Dylan Anthony

Posted on

# You Should Use Python Sets

This post contains references to Big O notation1, if you aren't familiar with it (or don't remember how it works) now is a good time for a refresher.

There are a ton of data structures available in the standard Python library, most of which go underutilized. Today I'd like to focus on one type in particular you should probably be using more than you are: the `set`. You may be already aware of the general concept of sets in computer science2, the Python set3 is exactly that.

## What is it?

For those of you who don't already know, a `set` is an unordered collection of hashable objects which cannot contain any duplicates. The hashable part is key here, much like the keys in a `dict`4 (A.K.A. associative array 5), each entry is hashed to create an index into the underlying data structure.

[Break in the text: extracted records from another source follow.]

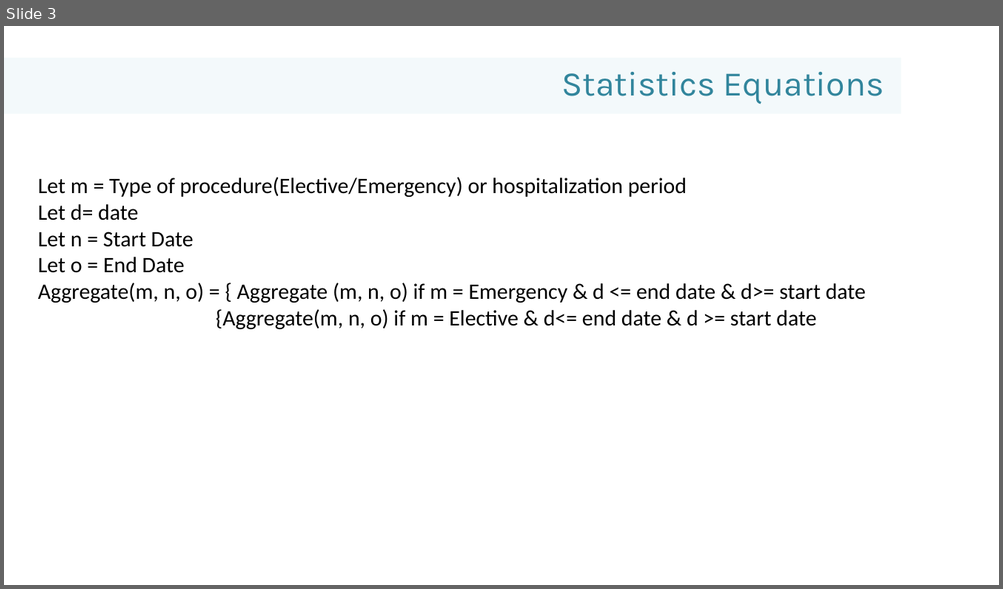
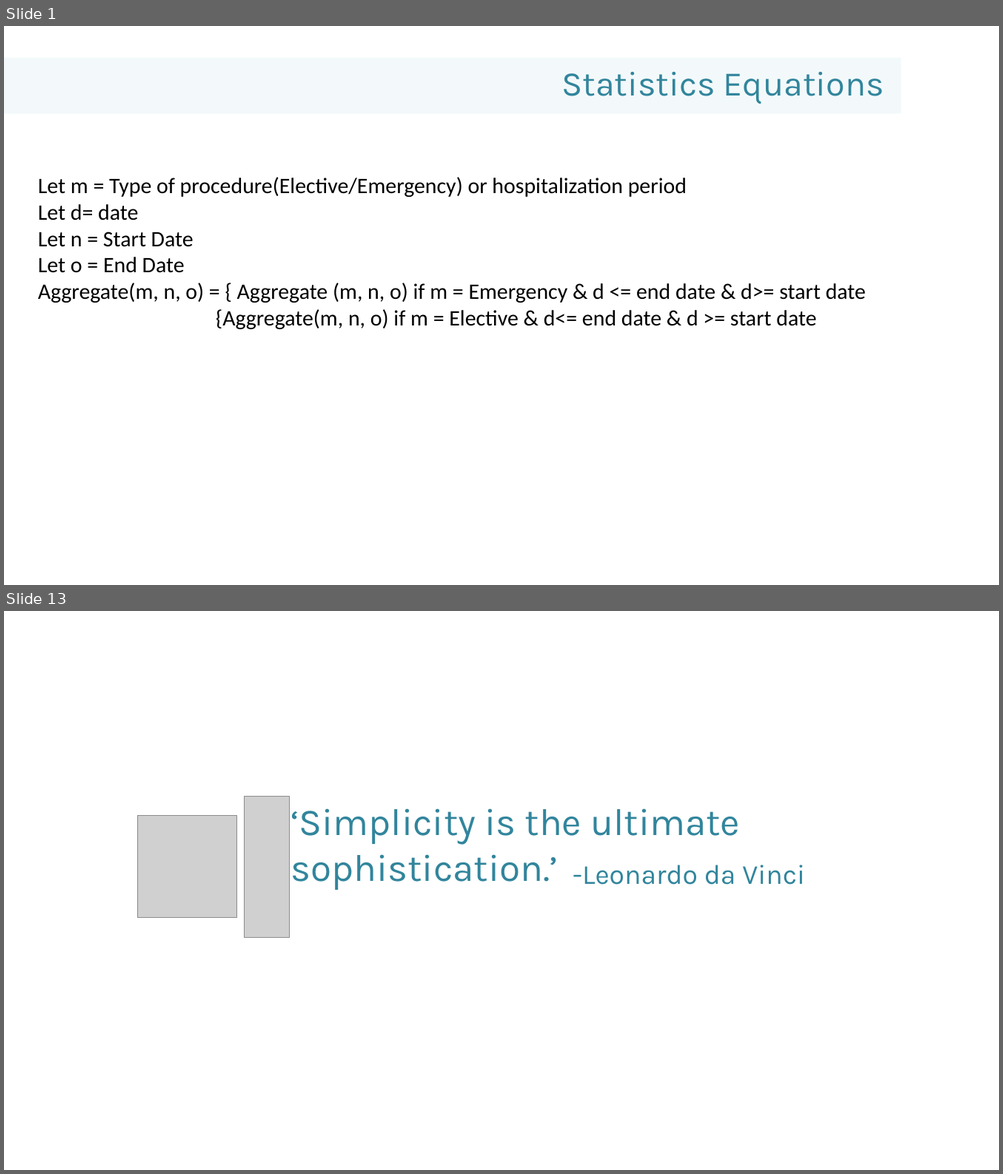
Before and after one commit to Pentec/Final-Year-Main_Project, a slide deck: Documentation/Presentations/Presentation4.pptx. Shown one above the other, each under a label of ours: slide 3 before the commit, slides 1 and 13 after it; the slides between them are not shown. The pictures are 1003x589 and 1003x1174 pixels, drawn with LibreOffice and Linux fonts; fonts in the diff are those of the drawing; grey boxes stand for pictures; background and template pictures are left out. Boxes give left, top, right and bottom in pixels: in the first picture for what was removed or moved away, otherwise in the second. Text is boxed around its words. In the diff, an @@ line names an element or a change of style, - is before the commit and + after.

```diff
--- a/Documentation/Presentations/Presentation4.pptx
+++ b/Documentation/Presentations/Presentation4.pptx
@@ slide 13 added at (4, 611, 999, 1170), background picture (left out) @@
@@ picture added at (244, 797, 289, 937) @@
@@ text added at (291, 809, 740, 890), 55 pt, text #31859C @@
+‘Simplicity is the ultimate sophistication.’
@@ picture added at (137, 816, 236, 918) @@
@@ text added at (572, 865, 805, 885), 40 pt, text #31859C @@
+-Leonardo da Vinci
@@ what was slide 3 is now slide 1 @@
```
Also in this commit, not shown: 11 other slides added, 3 slides removed, 1 other file.

You can think of a `set` much like a `dict` without any values.

## When to use it?

A `set` is an extremely useful alternative to the more popular `list` in several scenarios:

1. Looking for membership (e.g. the `in` operator). The lookup time for a `set` is O(1) whereas for a list it's O(n)6.
2. If you'll be removing members, same story as `in` here regarding complexity.
3. If you need to compare, contrast, or combine collections - the `set` has operators for all of these.
4. If you cannot have any duplicate values in the collection.

## When not to use it?

1. If you need to have more than one copy of the same value in the collection.
2. If the order of the objects matters
3. If the objects in your collection are not hashable7

## How to use it?

``````set_with_values = {'a', 'b', 'c'}
other_set = set()  # Note {} would be a dict

assert 'a' in set_with_values  # Super speedy operation

assert other_set < set_with_values  # This means other_set is a subset of set_with_values

assert set_with_values > other_set  # Super set

# Set defines a bunch of useful operators
assert set_with_values | other_set == {'a', 'b', 'c', 'd'}
assert set_with_values & other_set == {'c'}
assert set_with_values - other_set == {'a', 'b'}
assert set_with_values ^ other_set == {'a', 'b', 'd'}

set_with_values |= other_set  # You can perform updates with all of those operators
assert set_with_values == {'a', 'b', 'c', 'd'}  # Note only 1 copy of 'c'

set_with_values.remove('d')  # Again, super fast compared to lists
``````

## Conclusion

If you aren't already using sets all over your code, you probably should be. Basically any time you're using `in` with a list or `del` with a list, you should consider using a different structure.